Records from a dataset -
= = = = = = =
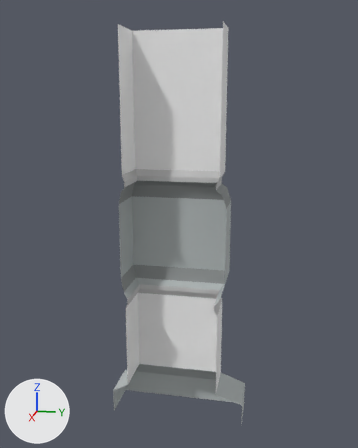
What one commit did to the FBX model BODY/Assets/Main/Meshes/Environment/Pillars/base_pillar_01.FBX.
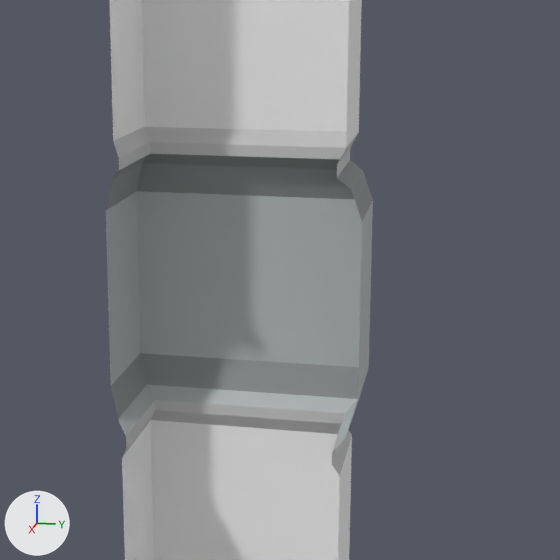
There are two pictures of each version: one whole from a 50 mm lens placed at (4.12, 0.96, 3.34), pointed at (-0.64, 0.01, 2.15), one close up on the part from 21% to 87% of the width and 26% to 79% of the height. Every picture has the same lights, and +X, +Y and +Z are marked at lower left. Where no turn or scale is listed for an object, it has been applied to the vertices. Vertices at the same position are counted once.

The older version as bpy lines, for what is in view:
```python
mat_emission = principled_material('emission')
mat_emission.base_color = (0.588, 0.588, 0.588)  # light grey #cacaca
mat_emission.roughness = 0.859
me_mesh = bpy.data.meshes.new('Mesh')
me_mesh.from_pydata(...)  # 77 vertices, 52 faces; spans x -0.96..-0.24, y -0.71..0.71, z 0.0..4.0
# faces by material slot: [8, 12, 16, 16]
me_mesh.materials.append(mat_basecolor)  # white #f5f5f5
me_mesh.materials.append(mat_leistenkante)  # grey #929696
me_mesh.materials.append(mat_leiste)  # grey #b8bebe
me_mesh.materials.append(mat_emission)  # light grey #cacaca
ob_base_pillar_01 = bpy.data.objects.new('base_pillar_01', me_mesh)
ob_base_pillar_01.location = (0.0, 0.0, 0.0)
```
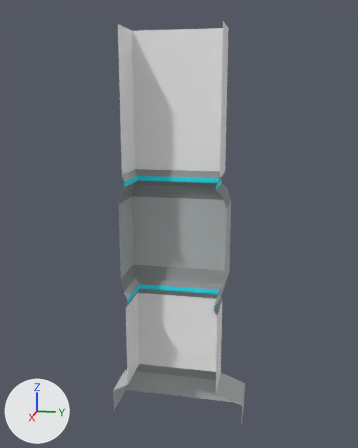
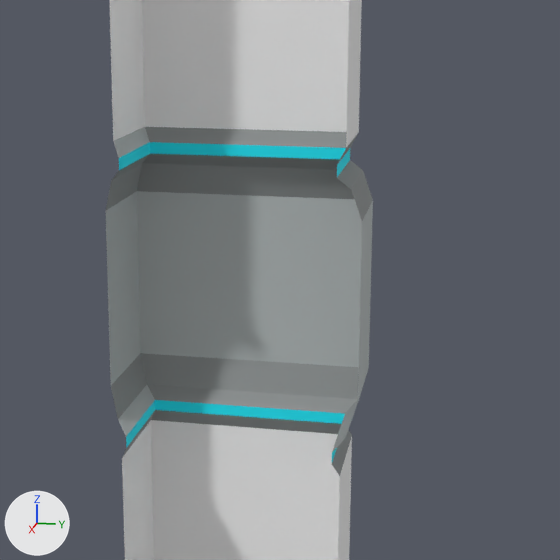
Where the change shows, as pixel boxes (x1, y1, x2, y2) in the close-ups (560 x 560 px):
'base_pillar_01', recoloured
    both: (113, 124, 360, 477)
part 1 of me_mesh, recoloured
    both: (147, 384, 358, 452)
part 2 of me_mesh, recoloured
    both: (122, 410, 352, 476)
part 3 of me_mesh, recoloured
    both: (145, 127, 358, 163)
part 4 of me_mesh, recoloured
    both: (113, 127, 150, 158)

What changed in the scene script:
```text
Change mat_emission:
    mat_emission.base_color: (0.588, 0.588, 0.588) -> (0.00784, 0.847, 1.0)  # light grey #cacaca -> cyan #16edff
Change me_mesh:
    where me_mesh.from_pydata(...)  # 77 vertices, 52 faces; spans x -0.96..-0.24, y -0.71..0.71, z 0.0..4.0
    used by ob_base_pillar_01; location = (0.0, 0.0, 0.0)
    me_mesh part 1: all 3 faces centred in x -0.7..-0.48, y -0.23..0.45, z 1.49 switch from mat_leiste (grey #b8bebe) to mat_leistenkante (grey #929696)
    me_mesh part 2: all 4 faces centred in x -0.69..-0.47, y -0.44..0.44, z 1.39 switch from mat_emission (light grey #cacaca) to mat_leistenkante (grey #929696)
    me_mesh part 3: all 3 faces centred in x -0.69..-0.47, y -0.22..0.44, z 2.65 switch from mat_emission (light grey #cacaca) to mat_leistenkante (grey #929696)
    me_mesh part 4: the 1 face centred in x -0.47, y -0.44, z 2.65 switches from mat_emission (light grey #cacaca) to mat_leiste (grey #b8bebe)
```
= = = = = = =
WHAT IS NEEDED - The result should be an exact retyped version of all the entries above, containing no pictures.

ANSWER TO THIS PROBLEM -
What one commit did to the FBX model BODY/Assets/Main/Meshes/Environment/Pillars/base_pillar_01.FBX.
There are two pictures of each version: one whole from a 50 mm lens placed at (4.12, 0.96, 3.34), pointed at (-0.64, 0.01, 2.15), one close up on the part from 21% to 87% of the width and 26% to 79% of the height. Every picture has the same lights, and +X, +Y and +Z are marked at lower left. Where no turn or scale is listed for an object, it has been applied to the vertices. Vertices at the same position are counted once.

The older version as bpy lines, for what is in view:
```python
mat_emission = principled_material('emission')
mat_emission.base_color = (0.588, 0.588, 0.588)  # light grey #cacaca
mat_emission.roughness = 0.859
me_mesh = bpy.data.meshes.new('Mesh')
me_mesh.from_pydata(...)  # 77 vertices, 52 faces; spans x -0.96..-0.24, y -0.71..0.71, z 0.0..4.0
# faces by material slot: [8, 12, 16, 16]
me_mesh.materials.append(mat_basecolor)  # white #f5f5f5
me_mesh.materials.append(mat_leistenkante)  # grey #929696
me_mesh.materials.append(mat_leiste)  # grey #b8bebe
me_mesh.materials.append(mat_emission)  # light grey #cacaca
ob_base_pillar_01 = bpy.data.objects.new('base_pillar_01', me_mesh)
ob_base_pillar_01.location = (0.0, 0.0, 0.0)
```
Where the change shows, as pixel boxes (x1, y1, x2, y2) in the close-ups (560 x 560 px):
'base_pillar_01', recoloured
    both: (113, 124, 360, 477)
part 1 of me_mesh, recoloured
    both: (147, 384, 358, 452)
part 2 of me_mesh, recoloured
    both: (122, 410, 352, 476)
part 3 of me_mesh, recoloured
    both: (145, 127, 358, 163)
part 4 of me_mesh, recoloured
    both: (113, 127, 150, 158)

What changed in the scene script:
```text
Change mat_emission:
    mat_emission.base_color: (0.588, 0.588, 0.588) -> (0.00784, 0.847, 1.0)  # light grey #cacaca -> cyan #16edff
Change me_mesh:
    where me_mesh.from_pydata(...)  # 77 vertices, 52 faces; spans x -0.96..-0.24, y -0.71..0.71, z 0.0..4.0
    used by ob_base_pillar_01; location = (0.0, 0.0, 0.0)
    me_mesh part 1: all 3 faces centred in x -0.7..-0.48, y -0.23..0.45, z 1.49 switch from mat_leiste (grey #b8bebe) to mat_leistenkante (grey #929696)
    me_mesh part 2: all 4 faces centred in x -0.69..-0.47, y -0.44..0.44, z 1.39 switch from mat_emission (light grey #cacaca) to mat_leistenkante (grey #929696)
    me_mesh part 3: all 3 faces centred in x -0.69..-0.47, y -0.22..0.44, z 2.65 switch from mat_emission (light grey #cacaca) to mat_leistenkante (grey #929696)
    me_mesh part 4: the 1 face centred in x -0.47, y -0.44, z 2.65 switches from mat_emission (light grey #cacaca) to mat_leiste (grey #b8bebe)
```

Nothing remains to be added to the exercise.